VMware Cloud Community
PXSRB
Contributor
Contributor

Upgrade 5.1 U2 to 5.5U2, crashing hostd and vpxa

Hello I'm,

I'm having a strange issue when trying to upgrade my ESXI5.1 farm to 5.5.

13 hosts in the farm, each HP DL380 G7 with 2x Xeon E5649 and 144Gb of memory. ESXi installed on local datastore (on HP p410i raid controller) and connected to my EMC san with 2x qlogic HBA for the VM datastores.

Latest firmwares applied.

All hosts running perfect for months (if not years) on ESXi 5.1. Upgraded the boxes to 5.5 U2 using update manager. 12 boxes upgraded without any problem and are working fine.

One box refuses to upgrade. Update manager starts, via the console I see the box rebooting and updating, it comes back as a 5.5 with correct build number but does not come online again in vCenter (stays disconnected).

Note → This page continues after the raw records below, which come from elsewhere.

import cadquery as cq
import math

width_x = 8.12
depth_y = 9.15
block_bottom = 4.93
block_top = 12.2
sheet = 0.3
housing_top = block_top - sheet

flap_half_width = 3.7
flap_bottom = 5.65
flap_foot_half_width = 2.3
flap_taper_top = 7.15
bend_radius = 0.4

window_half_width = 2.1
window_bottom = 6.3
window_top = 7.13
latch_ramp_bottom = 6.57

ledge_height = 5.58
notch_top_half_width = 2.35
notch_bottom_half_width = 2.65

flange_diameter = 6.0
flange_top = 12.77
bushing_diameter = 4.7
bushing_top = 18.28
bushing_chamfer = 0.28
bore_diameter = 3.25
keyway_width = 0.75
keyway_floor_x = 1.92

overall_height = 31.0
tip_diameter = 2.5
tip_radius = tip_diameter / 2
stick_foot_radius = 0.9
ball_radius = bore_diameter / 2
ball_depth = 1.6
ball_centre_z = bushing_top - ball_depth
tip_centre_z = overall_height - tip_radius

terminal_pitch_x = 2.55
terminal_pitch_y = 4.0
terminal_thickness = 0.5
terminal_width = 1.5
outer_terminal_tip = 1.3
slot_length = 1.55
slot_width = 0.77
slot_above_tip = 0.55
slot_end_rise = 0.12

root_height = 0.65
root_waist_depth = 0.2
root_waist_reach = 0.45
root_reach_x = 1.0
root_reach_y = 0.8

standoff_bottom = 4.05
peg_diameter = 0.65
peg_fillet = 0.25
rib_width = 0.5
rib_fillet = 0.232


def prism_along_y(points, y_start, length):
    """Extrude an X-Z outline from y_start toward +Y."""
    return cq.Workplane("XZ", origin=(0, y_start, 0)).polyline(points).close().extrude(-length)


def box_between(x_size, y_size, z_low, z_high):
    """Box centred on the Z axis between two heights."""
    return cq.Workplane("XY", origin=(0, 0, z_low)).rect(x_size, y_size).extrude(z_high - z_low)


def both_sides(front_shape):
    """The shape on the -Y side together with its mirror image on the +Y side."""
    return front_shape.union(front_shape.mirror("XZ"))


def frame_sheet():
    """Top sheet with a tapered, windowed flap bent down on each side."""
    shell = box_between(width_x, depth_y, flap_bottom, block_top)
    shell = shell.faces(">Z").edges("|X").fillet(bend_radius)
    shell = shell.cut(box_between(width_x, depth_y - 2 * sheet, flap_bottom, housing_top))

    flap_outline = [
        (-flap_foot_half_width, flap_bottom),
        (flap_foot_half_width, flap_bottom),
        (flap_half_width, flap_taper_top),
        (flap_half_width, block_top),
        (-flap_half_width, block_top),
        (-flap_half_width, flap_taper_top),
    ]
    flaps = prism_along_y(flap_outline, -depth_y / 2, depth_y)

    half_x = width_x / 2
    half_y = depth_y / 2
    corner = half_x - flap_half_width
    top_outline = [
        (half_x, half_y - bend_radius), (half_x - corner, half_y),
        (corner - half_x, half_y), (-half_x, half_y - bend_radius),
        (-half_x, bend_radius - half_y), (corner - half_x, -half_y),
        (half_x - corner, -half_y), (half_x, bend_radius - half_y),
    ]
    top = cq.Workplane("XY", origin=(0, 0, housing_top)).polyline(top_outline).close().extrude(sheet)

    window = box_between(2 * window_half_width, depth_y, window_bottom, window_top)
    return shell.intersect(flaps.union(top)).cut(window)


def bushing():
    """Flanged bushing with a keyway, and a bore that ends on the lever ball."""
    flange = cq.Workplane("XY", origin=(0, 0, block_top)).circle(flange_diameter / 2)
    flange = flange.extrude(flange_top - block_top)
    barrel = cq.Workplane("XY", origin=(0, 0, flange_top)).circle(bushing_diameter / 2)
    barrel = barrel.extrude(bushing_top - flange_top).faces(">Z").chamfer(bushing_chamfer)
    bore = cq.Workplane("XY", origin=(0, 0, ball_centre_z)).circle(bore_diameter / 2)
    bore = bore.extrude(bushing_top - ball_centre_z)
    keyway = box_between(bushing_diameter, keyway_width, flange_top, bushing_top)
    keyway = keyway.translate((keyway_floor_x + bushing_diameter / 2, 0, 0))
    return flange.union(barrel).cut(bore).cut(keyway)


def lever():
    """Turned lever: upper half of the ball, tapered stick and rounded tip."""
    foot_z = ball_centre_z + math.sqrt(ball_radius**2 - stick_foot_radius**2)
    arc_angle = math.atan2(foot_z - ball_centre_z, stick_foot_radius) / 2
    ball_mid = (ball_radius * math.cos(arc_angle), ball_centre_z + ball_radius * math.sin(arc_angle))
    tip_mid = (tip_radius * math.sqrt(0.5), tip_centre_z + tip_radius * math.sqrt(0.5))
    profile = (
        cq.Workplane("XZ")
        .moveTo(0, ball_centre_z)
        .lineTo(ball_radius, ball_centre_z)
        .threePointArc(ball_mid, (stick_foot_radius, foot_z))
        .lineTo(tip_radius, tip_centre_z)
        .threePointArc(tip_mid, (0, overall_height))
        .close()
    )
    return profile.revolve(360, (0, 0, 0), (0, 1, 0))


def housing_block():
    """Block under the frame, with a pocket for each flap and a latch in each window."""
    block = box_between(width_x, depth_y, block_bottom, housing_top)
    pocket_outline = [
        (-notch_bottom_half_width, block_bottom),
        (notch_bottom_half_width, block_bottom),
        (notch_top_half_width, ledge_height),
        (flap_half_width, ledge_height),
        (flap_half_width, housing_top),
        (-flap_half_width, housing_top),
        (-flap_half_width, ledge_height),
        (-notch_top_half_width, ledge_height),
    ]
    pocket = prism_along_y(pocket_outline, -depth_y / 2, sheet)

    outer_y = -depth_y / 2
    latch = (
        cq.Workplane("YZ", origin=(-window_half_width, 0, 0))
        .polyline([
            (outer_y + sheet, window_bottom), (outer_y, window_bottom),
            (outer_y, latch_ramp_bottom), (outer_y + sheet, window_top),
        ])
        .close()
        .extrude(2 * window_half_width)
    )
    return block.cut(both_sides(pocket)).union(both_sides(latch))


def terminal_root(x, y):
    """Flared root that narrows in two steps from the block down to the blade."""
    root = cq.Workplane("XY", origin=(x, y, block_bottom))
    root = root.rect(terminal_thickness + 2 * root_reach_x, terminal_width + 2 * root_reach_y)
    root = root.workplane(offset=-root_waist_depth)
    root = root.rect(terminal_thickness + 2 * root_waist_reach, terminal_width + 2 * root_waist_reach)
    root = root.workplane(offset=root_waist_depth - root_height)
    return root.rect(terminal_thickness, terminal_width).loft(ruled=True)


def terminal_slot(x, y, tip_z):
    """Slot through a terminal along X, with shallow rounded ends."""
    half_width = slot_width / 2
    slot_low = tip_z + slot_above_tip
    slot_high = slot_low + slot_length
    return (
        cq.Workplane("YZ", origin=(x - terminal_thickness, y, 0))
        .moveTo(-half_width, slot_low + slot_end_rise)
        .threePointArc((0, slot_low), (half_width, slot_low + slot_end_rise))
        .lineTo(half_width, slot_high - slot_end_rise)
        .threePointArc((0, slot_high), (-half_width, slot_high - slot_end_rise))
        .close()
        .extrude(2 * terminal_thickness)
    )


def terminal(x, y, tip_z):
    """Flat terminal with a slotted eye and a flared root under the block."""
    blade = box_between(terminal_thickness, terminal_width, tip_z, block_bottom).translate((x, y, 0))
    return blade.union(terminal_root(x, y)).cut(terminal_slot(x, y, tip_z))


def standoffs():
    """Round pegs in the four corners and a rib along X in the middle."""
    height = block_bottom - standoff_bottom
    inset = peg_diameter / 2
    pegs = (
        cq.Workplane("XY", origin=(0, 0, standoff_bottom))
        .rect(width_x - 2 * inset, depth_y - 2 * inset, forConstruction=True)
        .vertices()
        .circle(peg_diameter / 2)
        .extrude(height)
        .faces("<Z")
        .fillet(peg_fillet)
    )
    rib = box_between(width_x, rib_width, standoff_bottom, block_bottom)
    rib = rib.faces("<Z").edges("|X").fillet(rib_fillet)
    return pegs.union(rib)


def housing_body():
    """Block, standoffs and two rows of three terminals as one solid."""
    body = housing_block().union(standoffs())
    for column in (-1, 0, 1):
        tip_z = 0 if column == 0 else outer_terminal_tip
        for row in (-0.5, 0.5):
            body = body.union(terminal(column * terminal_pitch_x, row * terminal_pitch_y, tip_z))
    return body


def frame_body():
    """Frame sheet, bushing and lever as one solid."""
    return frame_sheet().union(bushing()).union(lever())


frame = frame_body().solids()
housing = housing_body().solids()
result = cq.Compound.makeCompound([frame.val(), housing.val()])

Ping and ssh are ok, direct vShphere client to the ESX is not working, nor is the web client.

With ssh I checked the /var/log/hostd.log and /var/log/vmkernel.log and it seems to me that hostd and/or vpxa are crashing:

cpu20:33831)User: 2888: wantCoreDump : vpxa-worker -enabled : 1

cpu20:33831)UserDump: 1820: Dumping cartel 33831 (from world 33831) to file /var/core/vpxa-worker-zdump.000 ...

Restarting the management services enables me to login to the host again with the vShpere client, but get kicked out after some seconds, only to discover the same errors in the logs again.

I already found some discussions about a faulty iSCSI software initiater provided by ima-be2iscsi that could explain this behaviour. See vmware 5.5 u1 - iScsi adapter crashes the system

However this reflects to an update done with the 5.5 U1 Driver Rollup ISO, while I'm using the full 5.5 U2 iso provided by HP. Besides, 12 hosts upgraded fine and one is giving a problem... Tried the solution provided there but no luck.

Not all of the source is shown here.